Problem description »
Repeat verbatim, and only, the lines of the data below, beginning at the line that contains "both: (186, 208, 305, 263)" and stopping after the line that contains "both: (194, 221, 261, 281)".

Data provided »
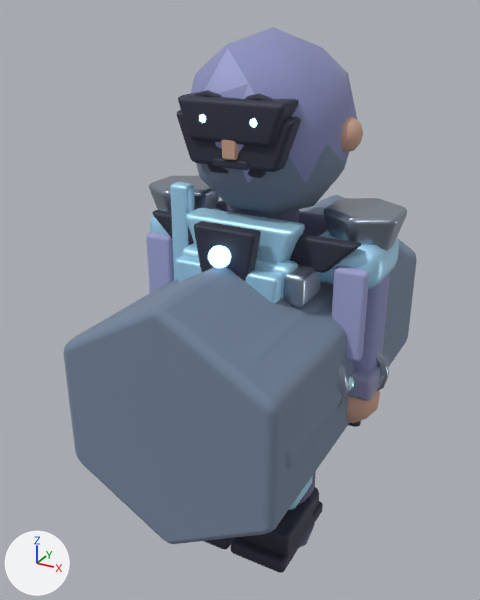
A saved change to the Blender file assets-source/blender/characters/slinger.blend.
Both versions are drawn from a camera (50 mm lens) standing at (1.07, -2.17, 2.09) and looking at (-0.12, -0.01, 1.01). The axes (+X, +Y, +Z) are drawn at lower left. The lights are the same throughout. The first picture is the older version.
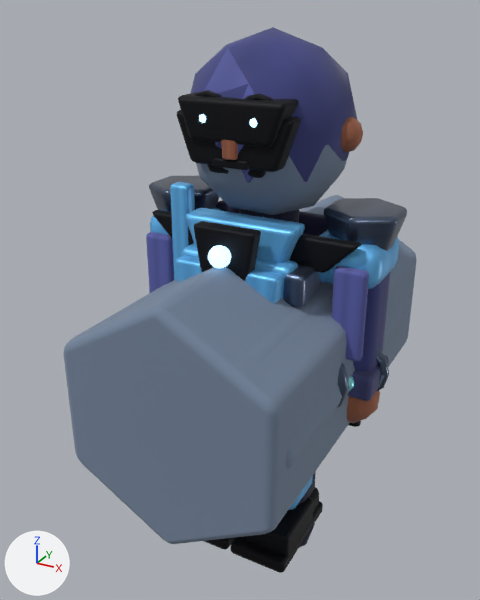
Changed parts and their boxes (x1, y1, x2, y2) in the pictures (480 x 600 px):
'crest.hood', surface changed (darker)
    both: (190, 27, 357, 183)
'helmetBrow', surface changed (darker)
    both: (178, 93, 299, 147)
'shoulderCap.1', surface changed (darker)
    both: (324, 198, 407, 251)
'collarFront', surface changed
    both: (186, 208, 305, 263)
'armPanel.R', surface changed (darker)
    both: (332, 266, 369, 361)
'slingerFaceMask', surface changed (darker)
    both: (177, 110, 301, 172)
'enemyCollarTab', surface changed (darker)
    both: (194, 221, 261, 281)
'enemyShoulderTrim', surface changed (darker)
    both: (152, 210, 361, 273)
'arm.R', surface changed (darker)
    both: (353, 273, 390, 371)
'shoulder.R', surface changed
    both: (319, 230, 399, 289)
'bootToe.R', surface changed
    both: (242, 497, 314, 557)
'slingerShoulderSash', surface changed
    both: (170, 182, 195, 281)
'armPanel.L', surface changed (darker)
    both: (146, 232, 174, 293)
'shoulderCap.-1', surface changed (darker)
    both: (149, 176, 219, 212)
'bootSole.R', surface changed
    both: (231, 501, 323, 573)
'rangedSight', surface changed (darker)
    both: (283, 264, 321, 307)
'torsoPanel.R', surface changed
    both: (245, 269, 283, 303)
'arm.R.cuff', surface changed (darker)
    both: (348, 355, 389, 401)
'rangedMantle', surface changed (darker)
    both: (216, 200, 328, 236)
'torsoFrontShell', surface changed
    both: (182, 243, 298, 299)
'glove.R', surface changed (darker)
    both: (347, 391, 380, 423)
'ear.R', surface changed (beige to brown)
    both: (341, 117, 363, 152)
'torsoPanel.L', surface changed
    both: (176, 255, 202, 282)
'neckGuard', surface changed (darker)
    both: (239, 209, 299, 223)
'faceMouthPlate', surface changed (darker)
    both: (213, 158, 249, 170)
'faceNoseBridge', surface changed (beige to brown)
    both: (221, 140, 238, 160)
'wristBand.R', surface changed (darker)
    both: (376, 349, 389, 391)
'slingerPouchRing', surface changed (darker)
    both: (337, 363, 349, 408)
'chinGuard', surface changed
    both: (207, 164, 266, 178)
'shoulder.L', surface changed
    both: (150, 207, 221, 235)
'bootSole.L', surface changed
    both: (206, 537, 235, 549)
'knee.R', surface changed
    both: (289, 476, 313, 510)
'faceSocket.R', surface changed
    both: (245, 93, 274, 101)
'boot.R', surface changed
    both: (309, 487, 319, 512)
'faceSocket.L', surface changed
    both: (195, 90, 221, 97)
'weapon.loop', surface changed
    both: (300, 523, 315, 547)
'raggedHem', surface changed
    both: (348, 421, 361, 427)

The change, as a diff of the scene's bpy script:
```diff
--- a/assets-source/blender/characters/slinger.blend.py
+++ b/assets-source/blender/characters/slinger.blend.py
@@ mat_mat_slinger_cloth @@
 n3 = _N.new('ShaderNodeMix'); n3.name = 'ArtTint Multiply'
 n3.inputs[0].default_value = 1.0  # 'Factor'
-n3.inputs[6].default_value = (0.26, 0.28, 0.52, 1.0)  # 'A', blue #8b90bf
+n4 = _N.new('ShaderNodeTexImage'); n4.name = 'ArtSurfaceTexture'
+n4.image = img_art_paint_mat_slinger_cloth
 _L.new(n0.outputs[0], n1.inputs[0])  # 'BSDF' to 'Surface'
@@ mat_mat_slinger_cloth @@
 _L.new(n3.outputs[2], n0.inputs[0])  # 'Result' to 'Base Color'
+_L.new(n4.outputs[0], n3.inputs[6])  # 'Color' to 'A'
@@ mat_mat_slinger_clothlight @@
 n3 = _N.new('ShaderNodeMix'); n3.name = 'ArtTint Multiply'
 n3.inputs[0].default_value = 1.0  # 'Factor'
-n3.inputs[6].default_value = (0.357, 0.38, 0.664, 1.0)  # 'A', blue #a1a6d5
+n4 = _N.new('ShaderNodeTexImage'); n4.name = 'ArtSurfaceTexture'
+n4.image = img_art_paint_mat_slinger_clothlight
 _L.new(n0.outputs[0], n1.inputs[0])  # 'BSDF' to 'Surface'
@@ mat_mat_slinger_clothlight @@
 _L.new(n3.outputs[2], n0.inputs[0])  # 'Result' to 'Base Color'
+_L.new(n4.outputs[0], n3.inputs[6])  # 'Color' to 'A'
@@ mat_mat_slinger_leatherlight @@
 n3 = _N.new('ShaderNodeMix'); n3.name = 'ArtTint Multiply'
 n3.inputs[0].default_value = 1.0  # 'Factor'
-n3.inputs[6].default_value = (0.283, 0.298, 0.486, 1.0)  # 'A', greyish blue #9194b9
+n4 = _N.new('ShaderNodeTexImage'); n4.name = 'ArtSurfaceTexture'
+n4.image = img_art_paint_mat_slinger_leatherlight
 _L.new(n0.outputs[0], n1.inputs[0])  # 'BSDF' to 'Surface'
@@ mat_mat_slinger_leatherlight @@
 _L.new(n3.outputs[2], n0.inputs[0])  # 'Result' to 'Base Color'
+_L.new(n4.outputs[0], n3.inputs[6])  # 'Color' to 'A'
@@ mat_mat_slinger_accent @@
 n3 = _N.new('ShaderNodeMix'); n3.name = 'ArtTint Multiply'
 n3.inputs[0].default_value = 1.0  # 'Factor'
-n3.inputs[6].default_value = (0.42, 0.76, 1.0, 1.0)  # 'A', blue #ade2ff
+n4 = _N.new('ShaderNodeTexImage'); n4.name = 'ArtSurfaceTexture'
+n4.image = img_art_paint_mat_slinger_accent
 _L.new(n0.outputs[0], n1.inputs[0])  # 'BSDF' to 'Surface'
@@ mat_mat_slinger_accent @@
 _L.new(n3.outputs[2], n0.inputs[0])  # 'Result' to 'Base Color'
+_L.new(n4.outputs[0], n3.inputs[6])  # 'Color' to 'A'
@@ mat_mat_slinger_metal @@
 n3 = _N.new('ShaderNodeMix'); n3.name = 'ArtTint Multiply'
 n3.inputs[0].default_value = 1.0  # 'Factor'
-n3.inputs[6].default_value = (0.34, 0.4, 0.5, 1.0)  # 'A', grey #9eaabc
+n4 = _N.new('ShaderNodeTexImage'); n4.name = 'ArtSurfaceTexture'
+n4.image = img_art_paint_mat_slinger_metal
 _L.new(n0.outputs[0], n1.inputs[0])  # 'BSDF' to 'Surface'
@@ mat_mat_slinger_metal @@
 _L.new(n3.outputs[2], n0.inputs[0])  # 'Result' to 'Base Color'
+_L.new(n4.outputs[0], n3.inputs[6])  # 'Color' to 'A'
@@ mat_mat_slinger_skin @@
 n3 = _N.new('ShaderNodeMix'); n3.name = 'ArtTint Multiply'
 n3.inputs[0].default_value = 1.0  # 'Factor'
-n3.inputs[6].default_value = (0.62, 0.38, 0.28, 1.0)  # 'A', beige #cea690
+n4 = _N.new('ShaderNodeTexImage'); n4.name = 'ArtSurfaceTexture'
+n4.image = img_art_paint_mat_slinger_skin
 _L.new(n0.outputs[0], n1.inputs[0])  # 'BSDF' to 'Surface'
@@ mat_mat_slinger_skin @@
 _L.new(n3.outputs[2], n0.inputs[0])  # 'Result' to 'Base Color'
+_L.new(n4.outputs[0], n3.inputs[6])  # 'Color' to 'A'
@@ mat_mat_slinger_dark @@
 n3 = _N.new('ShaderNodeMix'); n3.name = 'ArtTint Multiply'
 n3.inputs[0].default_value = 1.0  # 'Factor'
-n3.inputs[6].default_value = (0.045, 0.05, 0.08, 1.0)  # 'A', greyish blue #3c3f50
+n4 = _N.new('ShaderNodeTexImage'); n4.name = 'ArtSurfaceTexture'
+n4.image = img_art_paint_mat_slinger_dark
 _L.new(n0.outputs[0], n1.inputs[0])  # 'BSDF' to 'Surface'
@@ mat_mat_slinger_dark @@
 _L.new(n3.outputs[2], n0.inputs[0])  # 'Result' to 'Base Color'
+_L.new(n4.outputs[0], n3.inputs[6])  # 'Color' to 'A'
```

Response »
    both: (186, 208, 305, 263)
'armPanel.R', surface changed (darker)
    both: (332, 266, 369, 361)
'slingerFaceMask', surface changed (darker)
    both: (177, 110, 301, 172)
'enemyCollarTab', surface changed (darker)
    both: (194, 221, 261, 281)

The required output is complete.